Он представил себе на миг её жизнь: приходит с работы, готовит что-нибудь на общей кухне, потом закрывается в комнате, лежит, читает книги. Иногда приходят знакомые, мужчины; соседки подслеживают и злословят.
— А твои актёрские способности? Забросила?
— Ага.
— В самодеятельности не пытаешься?
— Да ну!… Расстраиваться?
— Тогда я не понимаю, чем ты живёшь…
— Чем живут многие. Надеждами. Инерцией.
— Ну, братцы, едва вырвался! — раздалось над столом.
Рябинин пришёл прямо в колпаке, в замызганном фартуке, с закатанными рукавами на мощных, поросших рыжими волосами ручищах.
— Что ж, давай обнимемся?… Рад тебя видеть, босяк, без верёвки на шее! Значит, первое: ты обязательно должен прийти ко мне. И уж там-то я тебя накормлю!
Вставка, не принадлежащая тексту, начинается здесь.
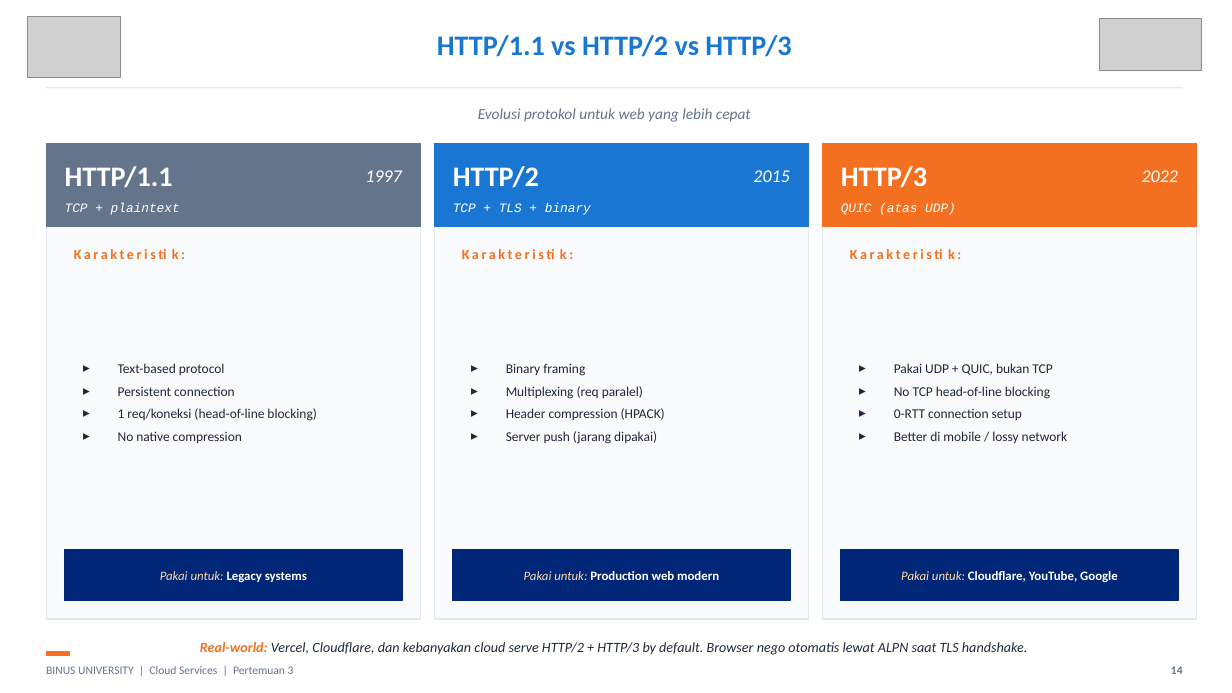
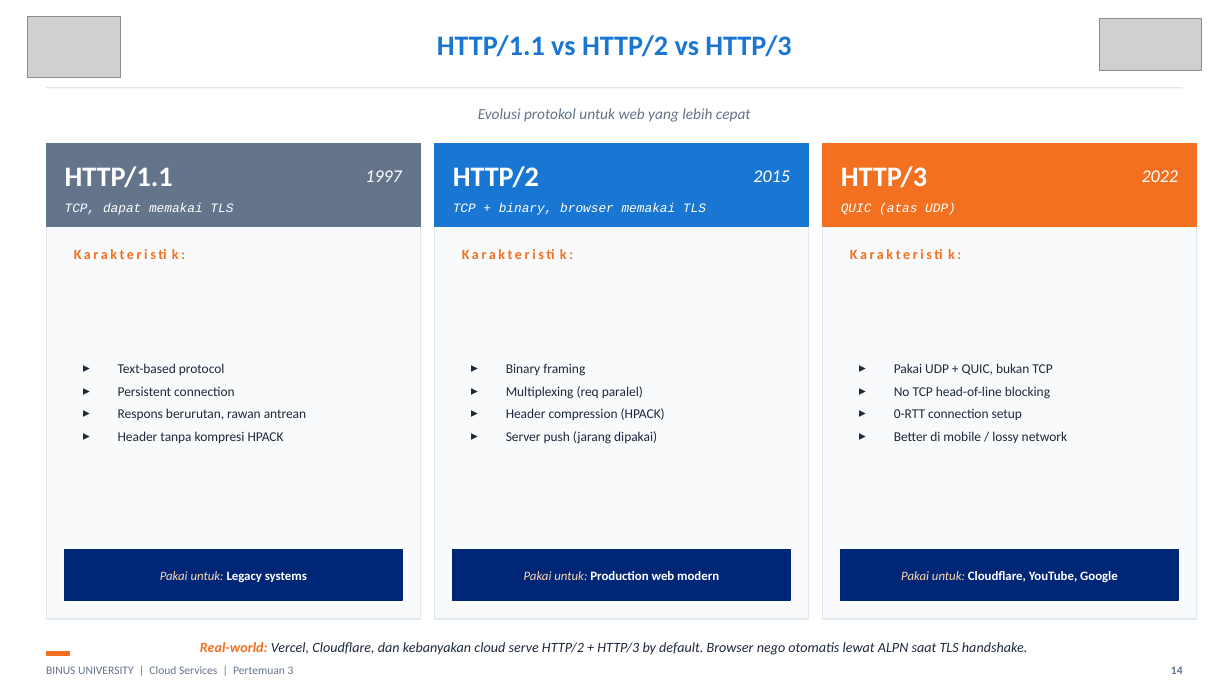
Before and after one commit to SeedFlora/meet3CloudService, a slide deck: slide 14 of slides/Teori_Pertemuan_03.pptx. Drawn at 1232x693 pixels with LibreOffice and Linux fonts; fonts in the diff are those of the drawing; grey boxes stand for pictures. Boxes give left, top, right and bottom in pixels: in the first picture for what was removed or moved away, otherwise in the second. Text is boxed around its words. In the diff, an @@ line names an element or a change of style, - is before the commit and + after.

```diff
--- a/slides/Teori_Pertemuan_03.pptx
+++ b/slides/Teori_Pertemuan_03.pptx
@@ text at (65, 203, 233, 215): text changed @@
-TCP + plaintext
+TCP, dapat memakai TLS
@@ text at (453, 203, 706, 215): text changed @@
-TCP + TLS + binary
+TCP + binary, browser memakai TLS
@@ text at (118, 408, 306, 443): text changed @@
-▸ 1 req/koneksi (head-of-line blocking)
-▸ No native compression
+▸ Respons berurutan, rawan antrean
+▸ Header tanpa kompresi HPACK
```
Also in this commit, not shown: 7 other files.

— Не этим, ты хочешь сказать? — иронически спросил Павел, отодвигая свою тарелку.
Рябинин засмеялся охотно.
— Вот там, дома, поймёшь, что значит настоящий повар.
— А ты по крайней мере откровенный, чёрт! — сказал Павел.
Рябинин радостно улыбался.
— Эх, братцы, братцы, а помните наши встречи? Велосипеды! Музыку как слушали, спорили до ночи? Пашка, ты приходи, угощу тебя джазом. Теперь у меня стереофоническая радиола, два магнитофона, семьдесят кассет, я тебе такие джазы выдам, Каких ты и у себя в Москве не слышал. Женя, скажи?